Dataset items:
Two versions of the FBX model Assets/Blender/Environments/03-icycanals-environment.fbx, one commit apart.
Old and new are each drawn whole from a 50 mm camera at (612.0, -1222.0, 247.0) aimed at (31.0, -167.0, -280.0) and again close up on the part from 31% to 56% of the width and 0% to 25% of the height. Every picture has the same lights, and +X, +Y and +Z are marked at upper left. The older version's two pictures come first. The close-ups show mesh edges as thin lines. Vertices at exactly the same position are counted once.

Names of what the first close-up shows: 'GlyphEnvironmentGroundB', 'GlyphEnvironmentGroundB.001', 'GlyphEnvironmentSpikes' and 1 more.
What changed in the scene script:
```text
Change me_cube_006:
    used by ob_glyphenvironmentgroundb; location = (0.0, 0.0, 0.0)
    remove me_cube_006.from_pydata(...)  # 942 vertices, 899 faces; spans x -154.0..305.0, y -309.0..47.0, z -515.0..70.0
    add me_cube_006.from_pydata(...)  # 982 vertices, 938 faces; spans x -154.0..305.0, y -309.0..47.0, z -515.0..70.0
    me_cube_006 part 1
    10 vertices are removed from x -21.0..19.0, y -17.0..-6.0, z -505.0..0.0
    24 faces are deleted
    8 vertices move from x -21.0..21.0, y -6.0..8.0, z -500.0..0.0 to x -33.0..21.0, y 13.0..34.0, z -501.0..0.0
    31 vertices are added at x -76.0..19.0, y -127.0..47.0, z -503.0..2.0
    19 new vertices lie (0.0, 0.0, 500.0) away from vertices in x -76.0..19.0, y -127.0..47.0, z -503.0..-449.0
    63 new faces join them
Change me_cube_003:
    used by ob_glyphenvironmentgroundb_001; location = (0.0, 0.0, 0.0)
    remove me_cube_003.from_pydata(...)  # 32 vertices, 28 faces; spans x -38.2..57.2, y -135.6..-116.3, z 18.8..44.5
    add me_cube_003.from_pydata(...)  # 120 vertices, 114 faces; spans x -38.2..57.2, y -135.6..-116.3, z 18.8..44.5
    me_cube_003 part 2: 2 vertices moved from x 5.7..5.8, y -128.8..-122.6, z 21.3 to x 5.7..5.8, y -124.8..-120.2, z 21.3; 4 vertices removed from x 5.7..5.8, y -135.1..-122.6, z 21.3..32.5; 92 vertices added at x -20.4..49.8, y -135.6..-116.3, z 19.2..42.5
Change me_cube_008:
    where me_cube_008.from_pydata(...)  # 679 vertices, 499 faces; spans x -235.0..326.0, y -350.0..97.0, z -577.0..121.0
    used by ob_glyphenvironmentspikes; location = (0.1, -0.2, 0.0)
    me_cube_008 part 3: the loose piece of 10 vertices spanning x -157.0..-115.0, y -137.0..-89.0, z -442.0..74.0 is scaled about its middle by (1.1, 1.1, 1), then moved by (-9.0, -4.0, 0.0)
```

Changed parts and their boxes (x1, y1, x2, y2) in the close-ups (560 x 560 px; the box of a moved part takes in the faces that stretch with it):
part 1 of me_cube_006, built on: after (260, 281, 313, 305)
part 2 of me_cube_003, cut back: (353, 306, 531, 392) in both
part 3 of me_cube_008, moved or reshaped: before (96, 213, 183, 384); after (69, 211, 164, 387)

* Instructions to follow: Every record here must be output exactly, word for word.

* Answer space:
Two versions of the FBX model Assets/Blender/Environments/03-icycanals-environment.fbx, one commit apart.
Old and new are each drawn whole from a 50 mm camera at (612.0, -1222.0, 247.0) aimed at (31.0, -167.0, -280.0) and again close up on the part from 31% to 56% of the width and 0% to 25% of the height. Every picture has the same lights, and +X, +Y and +Z are marked at upper left. The older version's two pictures come first. The close-ups show mesh edges as thin lines. Vertices at exactly the same position are counted once.

Names of what the first close-up shows: 'GlyphEnvironmentGroundB', 'GlyphEnvironmentGroundB.001', 'GlyphEnvironmentSpikes' and 1 more.
What changed in the scene script:
```text
Change me_cube_006:
    used by ob_glyphenvironmentgroundb; location = (0.0, 0.0, 0.0)
    remove me_cube_006.from_pydata(...)  # 942 vertices, 899 faces; spans x -154.0..305.0, y -309.0..47.0, z -515.0..70.0
    add me_cube_006.from_pydata(...)  # 982 vertices, 938 faces; spans x -154.0..305.0, y -309.0..47.0, z -515.0..70.0
    me_cube_006 part 1
    10 vertices are removed from x -21.0..19.0, y -17.0..-6.0, z -505.0..0.0
    24 faces are deleted
    8 vertices move from x -21.0..21.0, y -6.0..8.0, z -500.0..0.0 to x -33.0..21.0, y 13.0..34.0, z -501.0..0.0
    31 vertices are added at x -76.0..19.0, y -127.0..47.0, z -503.0..2.0
    19 new vertices lie (0.0, 0.0, 500.0) away from vertices in x -76.0..19.0, y -127.0..47.0, z -503.0..-449.0
    63 new faces join them
Change me_cube_003:
    used by ob_glyphenvironmentgroundb_001; location = (0.0, 0.0, 0.0)
    remove me_cube_003.from_pydata(...)  # 32 vertices, 28 faces; spans x -38.2..57.2, y -135.6..-116.3, z 18.8..44.5
    add me_cube_003.from_pydata(...)  # 120 vertices, 114 faces; spans x -38.2..57.2, y -135.6..-116.3, z 18.8..44.5
    me_cube_003 part 2: 2 vertices moved from x 5.7..5.8, y -128.8..-122.6, z 21.3 to x 5.7..5.8, y -124.8..-120.2, z 21.3; 4 vertices removed from x 5.7..5.8, y -135.1..-122.6, z 21.3..32.5; 92 vertices added at x -20.4..49.8, y -135.6..-116.3, z 19.2..42.5
Change me_cube_008:
    where me_cube_008.from_pydata(...)  # 679 vertices, 499 faces; spans x -235.0..326.0, y -350.0..97.0, z -577.0..121.0
    used by ob_glyphenvironmentspikes; location = (0.1, -0.2, 0.0)
    me_cube_008 part 3: the loose piece of 10 vertices spanning x -157.0..-115.0, y -137.0..-89.0, z -442.0..74.0 is scaled about its middle by (1.1, 1.1, 1), then moved by (-9.0, -4.0, 0.0)
```

Changed parts and their boxes (x1, y1, x2, y2) in the close-ups (560 x 560 px; the box of a moved part takes in the faces that stretch with it):
part 1 of me_cube_006, built on: after (260, 281, 313, 305)
part 2 of me_cube_003, cut back: (353, 306, 531, 392) in both
part 3 of me_cube_008, moved or reshaped: before (96, 213, 183, 384); after (69, 211, 164, 387)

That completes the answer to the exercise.